Imaging Nerd

Deep Vein Thrombosis

Key Points
  • Deep vein thrombosis (DVT) is a clot inside a deep vein — usually a leg — that should be carrying blood back to the heart.
  • The first-line test is compression ultrasound: a normal vein squishes flat under the probe; a clotted one won't.
  • The headline danger isn't the leg — it's the piece that breaks off and sails to the lungs as a pulmonary embolism.
  • Acute clot is soft, expands the vein, and is poorly compressible; chronic clot is shrunken, scarred, and stuck to the wall.

Imagine the veins in your leg as the return-trip lane of a highway, quietly shuttling blood back up to the heart. A DVT is a traffic jam in that lane — a clot parked where blood should be flowing. Annoying locally, sure. But the real fear is that a chunk of that jam dislodges, rides the express lane straight to the lungs, and causes real trouble. That's the whole reason we chase these clots so hard.

What a DVT actually is

"Deep" is the operative word. Legs have two plumbing systems: superficial veins near the skin and deep veins buried with the arteries. A clot in a superficial vein is usually a nuisance; a clot in a deep vein is the one that can throw emboli. So when we say DVT, we mean the deep system — most commonly the leg veins from the calf up through the thigh.

Clots love three conditions, classically remembered as the trio of sluggish flow, vessel-wall injury, and blood that's too eager to clot. In plain terms: blood that sits still (long flights, hospital beds, casts), a vein that's been irritated, and a clotting system turned up too high (surgery, cancer, pregnancy, certain medications). Stack a few of those and you've built the perfect parking spot for a clot.

The test: compression ultrasound

The workhorse here is ultrasound, and the trick is delightfully low-tech. A healthy vein is a floppy, low-pressure tube. Press the probe down and a normal vein collapses flat — the walls kiss together like squeezing an empty drinking straw. A vein packed with clot is stuffed; press all you like and it won't squish shut.

That's the single most useful sign in the whole exam: loss of compressibility. Everything else is supporting evidence.

Key Point

A normal deep vein compresses completely and disappears under gentle probe pressure. A non-compressible vein that stays round is a clot until proven otherwise.

We add Doppler to listen to flow. Normal leg-vein flow rises and falls gently with breathing and surges when you squeeze the calf. A clotted segment is quiet — no flow where there should be, or flow detouring around the blockage.

Figure · US
Transverse compression ultrasound of the common femoral vein, side-by-side without and with probe pressure: the patent vein collapses fully when compressed, while a thrombosed vein remains round and non-compressible.
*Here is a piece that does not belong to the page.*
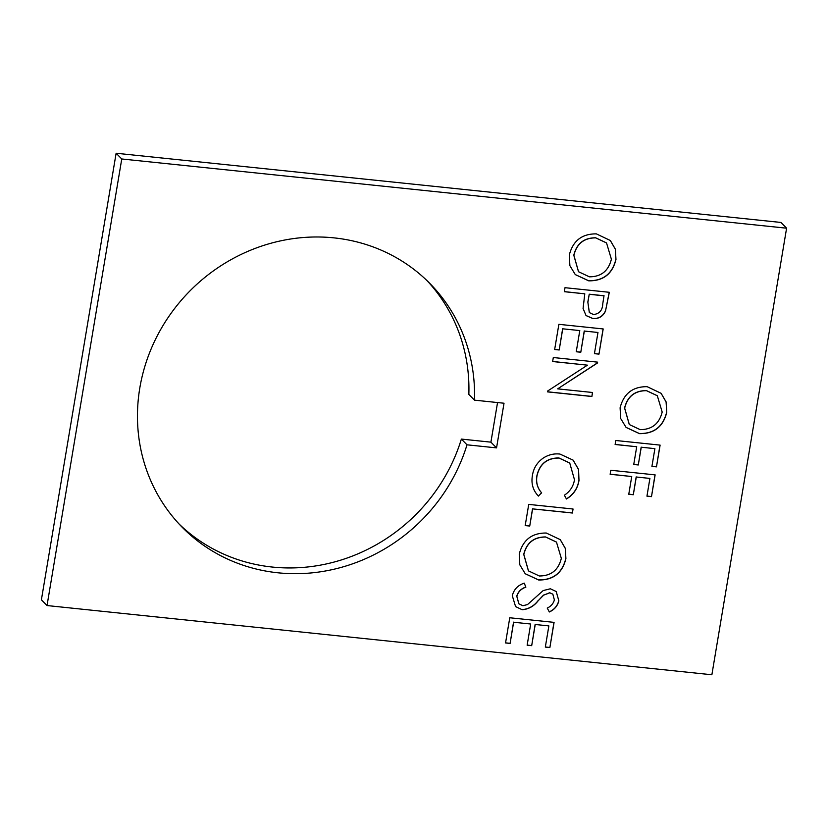 <?xml version="1.0" encoding="UTF-8"?>
<svg xmlns="http://www.w3.org/2000/svg" width="828" height="828" viewBox="0 0 828 828"><rect width="100%" height="100%" fill="white"/><g stroke="black" fill="none" stroke-linecap="round" stroke-linejoin="round"><path stroke-width="1.24" d="M467.002 444.812L496.552 447.886L504.024 403.226L474.475 400.152A173.766 162.971 135.5 0 0 430.022 283.621A173.766 162.971 135.5 0 0 334.036 237.874A173.766 162.971 135.5 0 0 157.837 334.719A173.766 162.971 135.5 0 0 181.994 527.053A173.766 162.971 135.5 0 0 277.98 572.8A173.766 162.971 135.5 0 0 467.002 444.812L461.372 439.078L490.911 442.152L497.545 402.553M179.221 524.145A173.766 162.971 135.5 0 0 272.35 567.056A173.766 162.971 135.5 0 0 461.372 439.078M569.312 255.003C572.924 240.803 581.939 233.755 596.357 233.869L610.329 240.503L615.39 249.207L615.97 259.495C612.399 273.913 603.312 281.023 588.708 280.837L575.294 274.606L569.881 265.674L569.312 255.003M525.19 525.583L528.73 504.397L573.059 509.013L572.386 513.018L532.611 508.878L529.734 526.049L525.19 525.583M569.705 463.007L558.9 457.936C546.873 457.967 539.514 464.001 536.834 476.038C535.83 482.486 537.393 488.054 541.553 492.753L538.428 496.086C533.046 490.497 531.038 483.697 532.383 475.686C533.46 468.327 537.072 462.459 543.22 458.081C548.426 454.717 554.015 453.382 559.966 454.065L573.121 460.14L578.555 469.445L578.989 480.488C577.675 488.53 573.504 494.699 566.455 499.005L564.375 495.216C570.026 491.49 573.4 486.336 574.487 479.764L569.747 463.049L558.993 458.039C546.966 458.06 539.608 464.094 536.937 476.131C535.923 482.579 537.496 488.147 541.647 492.857L538.324 495.982M620.1 407.811C623.712 393.611 632.727 386.562 647.144 386.676L661.117 393.321L666.178 402.025L666.757 412.313C663.187 426.72 654.099 433.831 639.495 433.644L626.092 427.424L620.669 418.492L620.1 407.811M711.873 674.758L786.6 228.197L121.757 158.976L47.03 605.547L711.873 674.758M519.249 554.16C522.861 539.96 531.876 532.911 546.294 533.025L560.266 539.659L565.327 548.364L565.907 558.652C562.336 573.069 553.249 580.18 538.645 579.993L525.242 573.763L519.818 564.831L519.249 554.16M615.121 444.501L615.784 440.496L660.113 445.112L656.469 466.868L651.926 466.392L654.896 448.641L641.255 447.224L638.284 464.974L633.741 464.498L636.711 446.747L615.121 444.501M610.132 474.278L610.805 470.263L655.124 474.879L651.491 496.634L646.947 496.169L649.908 478.418L636.277 477L633.306 494.74L628.762 494.275L631.733 476.524L610.132 474.278M564.334 291.694L564.996 287.689L609.325 292.294L605.485 311.162C602.846 316.524 598.634 318.987 592.838 318.542L586.027 315.561L583.078 308.461L584.785 293.826L564.334 291.694M554.656 349.519L558.869 324.328L603.188 328.944L598.975 354.136L594.432 353.659L597.971 332.473L584.34 331.055L580.79 352.242L576.247 351.765L579.786 330.579L562.74 328.809L559.2 349.985L554.656 349.519M587.445 365.158L552.638 361.536L553.311 357.53L597.63 362.146L597.495 362.985L557.668 388.86L592.558 392.493L591.885 396.498L547.567 391.882L547.712 390.971L587.445 365.158L552.659 361.453M505.546 642.952L509.769 617.76L554.087 622.366L549.875 647.558L545.321 647.092L548.871 625.906L535.23 624.488L531.69 645.664L527.146 645.198L530.686 624.012L513.639 622.242L510.1 643.418L505.546 642.952M522.157 609.729L515.575 606.582L512.294 595.725C513.888 589.422 517.873 585.23 524.259 583.15L525.873 587.155C521.267 588.739 518.256 591.751 516.838 596.191L518.856 603.788L522.892 605.723L527.508 604.575L543.178 590.571L550.341 588.78L556.23 591.534L558.848 600.859C557.534 605.992 554.367 609.698 549.347 611.975L547.225 608.073C550.93 606.375 553.311 603.664 554.377 599.938L552.856 594.204L549.854 592.807L543.634 595.156L538.221 600.693C533.977 606.22 528.626 609.232 522.157 609.729L515.523 606.541M496.552 447.886L490.911 442.152M427.165 280.785A173.766 162.971 135.5 0 1 468.845 394.418L474.475 400.152M786.6 228.197L780.97 222.453L116.127 153.242L121.757 158.976M116.127 153.242L41.4 599.803L47.03 605.547M661.065 393.269L666.085 401.953L666.757 412.313M666.664 412.209C663.083 426.627 654.006 433.737 639.402 433.551L639.495 433.644M639.402 433.551L626.04 427.372M657.266 395.701L646.399 390.588C634.703 390.619 627.438 396.426 624.581 408.028L629.28 424.505M640.179 429.639C651.936 429.608 659.264 423.739 662.183 412.034L657.318 395.753L646.492 390.681C634.797 390.712 627.531 396.529 624.674 408.132L629.332 424.557L640.179 429.639M573.069 460.089L578.472 469.383L578.989 480.488M578.896 480.385C577.582 488.427 573.411 494.606 566.362 498.911M572.945 509.003L572.386 513.018M572.293 512.925L532.611 508.878M532.518 508.785L529.734 526.049M529.641 525.956L525.2 525.49M560.214 539.618L565.234 548.302L565.907 558.652M565.814 558.558C562.233 572.966 553.156 580.076 538.552 579.89L538.645 579.993M538.552 579.89L525.19 573.721M556.426 542.05L545.548 536.937C533.853 536.958 526.587 542.775 523.731 554.377L528.43 570.854M539.328 575.977C551.086 575.957 558.414 570.088 561.332 558.372L556.468 542.092L545.642 537.03C533.946 537.061 526.68 542.868 523.824 554.47L528.481 570.896L539.328 575.977M659.999 445.102L656.469 466.868M656.376 466.764L651.936 466.309M641.255 447.224L654.896 448.641M641.162 447.13L638.284 464.974M638.191 464.881L633.751 464.415M615.132 444.419L636.711 446.747M655.02 474.868L651.491 496.634M651.398 496.541L646.958 496.075M636.277 477L649.908 478.418M636.183 476.897L633.306 494.74M633.213 494.647L628.773 494.181M610.153 474.185L631.733 476.524M610.277 240.462L615.297 249.145L615.97 259.495M615.877 259.402C612.296 273.809 603.208 280.92 588.615 280.733L588.708 280.837M588.615 280.733L575.253 274.565M606.479 242.894L595.611 237.781C583.916 237.802 576.64 243.618 573.794 255.221L578.493 271.698M589.391 276.821C601.149 276.8 608.476 270.932 611.385 259.216L606.531 242.935L595.705 237.874C584.009 237.905 576.743 243.711 573.887 255.314L578.544 271.739L589.391 276.821M609.211 292.284L605.485 311.162M605.392 311.059C602.753 316.42 598.54 318.884 592.745 318.449L592.838 318.542M592.745 318.449L585.986 315.509M564.344 291.611L584.785 293.826M587.828 302.003L589.37 312.591L593.49 314.536C599.368 313.864 602.453 310.355 602.743 304L604.005 295.741L589.236 294.199L587.828 302.003L589.319 312.539M589.236 294.199L587.921 302.106M604.109 295.834L589.329 294.292M603.084 328.933L598.975 354.136M598.882 354.032L594.442 353.577M584.34 331.055L597.971 332.473M584.237 330.962L580.79 352.242M580.697 352.138L576.257 351.683M562.74 328.809L579.786 330.579M562.647 328.706L559.2 349.985M559.107 349.892L554.667 349.426M597.526 362.136L597.495 362.985M597.402 362.892L557.668 388.86M592.444 392.482L591.885 396.498M591.792 396.405L547.577 391.799M553.973 622.356L549.875 647.558M549.771 647.465L545.341 646.999M535.23 624.488L548.871 625.906M535.136 624.384L531.69 645.664M531.597 645.571L527.157 645.105M513.639 622.242L530.686 624.012M513.546 622.139L510.1 643.418M509.996 643.325L505.566 642.859M524.207 583.171L525.873 587.155M525.77 587.062C521.164 588.636 518.162 591.647 516.744 596.098L516.838 596.191M516.744 596.098L518.814 603.736M556.188 591.482L558.848 600.859M558.745 600.766C557.441 605.899 554.274 609.605 549.254 611.882M552.814 594.152L549.854 592.807M549.761 592.713L543.634 595.156M543.541 595.053L538.221 600.693M538.128 600.6C533.884 606.127 528.523 609.139 522.064 609.625"/></g></svg>

Acute versus chronic: reading the clot's age

Not all clots are fresh, and telling new from old changes what you do next.

FeatureAcute clotChronic clot
Vein caliberExpanded, bulgingShrunken, contracted
EchotextureSoft, often dark/anechoicBrighter, organized, scarred
Wall attachmentLoosely filling the lumenStuck to the wall, retracted
CompressibilityAbsent (spongy, non-compressible)Absent, but vein is small and firm

Think of acute clot as a fresh, plump jelly filling the pipe, and chronic clot as that same jelly left out for weeks — dried, shriveled, and welded to the wall. The distinction matters because old scarred clot can leave a vein permanently non-compressible, which fakes out the unwary.

Pitfall

A chronically scarred vein never fully compresses again, so on a later scan it can look like a "DVT" forever. Without an old study to compare, a small, shrunken, brightly echogenic vein points to old disease — not a fresh clot needing urgent treatment. Compare with priors whenever you can.

When ultrasound isn't the answer

Ultrasound owns the legs, but it can't see everywhere. Clot in the pelvic veins or the inferior vena cava sits too deep for a good squeeze, so we lean on CT or MR venography there. And if a patient turns up short of breath, the lungs become the priority — the question quietly shifts from "is there a clot in the leg?" to "did a piece already reach the lungs?"

Heads Up

A negative leg ultrasound does not rule out a pulmonary embolism. The clot may have already left the leg, or it may live in veins the probe can't reach. If the clinical concern is the lungs, image the lungs.

Why we care so much

Treatment is usually blood thinners — not to dissolve the existing clot so much as to stop it growing and buy time for the body to organize and stabilize it. The goal is preventing that breakaway piece. When thinners can't be used safely, an IVC filter can act as a literal strainer in the big return vein, catching clots before they reach the lungs.

So the one thing to carry out of here: a DVT is a parked clot in a deep vein, the ultrasound question is simply "does this vein squish flat?", and the reason the whole machine springs into action is the trip that clot might take to the lungs.